The first winter at Mukden camp was just one more hellish ordeal for men who had survived the Bataan Death March and Japanese "hell ships".

When they arrived at the camp in November 1942, the prisoners were wearing thin, tropical clothes, some without shoes or boots. Frostbite was not uncommon in the bitter cold.

How did more than 2,000 POWs captured in the Philippines end up in faraway Mukden?

There was a huge military industrial complex in Mukden and the Japanese were in great need of technical personnel to staff the factories, said Gao Jian, history researcher at the "9.18" History Museum in Shenyang.

The Japanese Army did research into the POWs' backgrounds and transferred those with technical skills and the highest-ranking officers to Mukden by way of Korea, she said.

The camp was an old Chinese military barracks built partly underground, where prisoners slept eight to a shelf. During the first winter, nearly 200 POWs died from failing health and the harsh living conditions.

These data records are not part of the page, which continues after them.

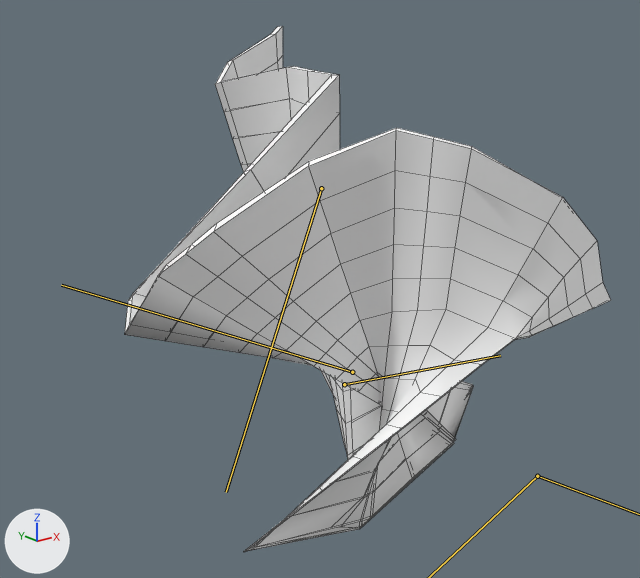
The FBX model SparkleLeaf/Assets/Art/Models/paperPlane.fbx as it was, and as the next commit left it.
Camera for both pictures: a camera (50 mm lens) standing at (-0.1179, -0.1386, 0.0791) and looking at (-0.0033, 0.0046, 0.0218). Every picture has the same lights, and +X, +Y and +Z are marked at lower left. Both versions are drawn at frame 5 of the action 'rotateR_001'; the numbers are the values there. The bones that change are drawn over the model as lines. Mesh edges are drawn as thin lines.
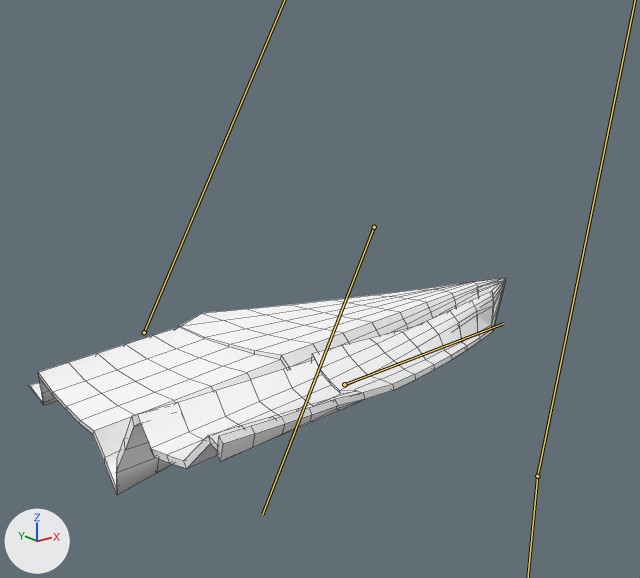
Location of each change, (x1, y1, x2, y2) in pixels of the pictures (640 x 578 px):
'plane', posed (59% shorter)
    before: (125, 26, 611, 552)
    after: (29, 278, 506, 495)
bone 'root', root to tip
    before: (344, 384) to (500, 355)
    after: (344, 384) to (503, 323)
bone 'spine_L', root to tip
    before: (537, 476) to (538, 476)
    after: (537, 476) to (537, 475)
bone 'wing_01_L', root to tip
    before: (537, 476) to (538, 475)
    after: (537, 476) to (537, 475)
bone 'spine_R', root to tip
    before: (537, 476) to (538, 475)
    after: (537, 476) to (537, 475)
bone 'wing_03_R', root to tip
    before: (352, 372) to (61, 285)
    after: (374, 227) to (262, 514)

What the commit changed:
Bone 'root' (bone_root) turns from (0, 0, 7) to (0, 0, -3) degrees about its own x, y and z.
Bone 'spine_L' (bone_spine_l) turns from (30, 0, 0) to (0, 0, 0) degrees about its own x, y and z.
Bone 'wing_01_L' (bone_wing_01_l) turns from (35, 0, 0) to (-11, 0, 0) degrees about its own x, y and z.
Bone 'wing_02_L' (bone_wing_02_l) turns from (52, 0, 0) to (10, 0, 0) degrees about its own x, y and z.
Bone 'wing_03_L' (bone_wing_03_l) turns from (25, 0, 0) to (-14, 0, 0) degrees about its own x, y and z.
Bone 'spine_R' (bone_spine_r) turns from (11, 0, 0) to (-13, 0, 0) degrees about its own x, y and z.
Bone 'wing_01_R' (bone_wing_01_r) turns from (58, 0, 0) to (-1, 0, 0) degrees about its own x, y and z.
Bone 'wing_02_R' (bone_wing_02_r) turns from (-17, 0, 0) to (2, 0, 0) degrees about its own x, y and z.
Bone 'wing_03_R' (bone_wing_03_r) turns from (13, 0, 0) to (-13, 0, 0) degrees about its own x, y and z.

This lesser-known history of the Allied POWs at the Mukden camp is depicted through 250 historic photographs and 42 pieces of duplicated artifacts at an ongoing exhibition, Forgotten Camp, in San Francisco, organized by the Site Museum of Shenyang POW Camp of WWII Allied Forces and China Daily.

In the photos, the POWs appear thin and malnourished. Jackie Hallerberg, daughter of Walter Huss, a late Mukden POW, said the prisoners' diet was rice and very thin broth with a few soybeans.

In addition to the physical torture, the POWs also suffered from mental anguish, as the Japanese tried continually to debase them.

They were forced to bow Japanese style to any Japanese regardless of their rank. If they didn't bow fast enough or low enough to suit the approaching Japanese, it was grounds for a beating, according to references collected by the Mukden POW Remembrance Society, a group committed to preserving the camp's history.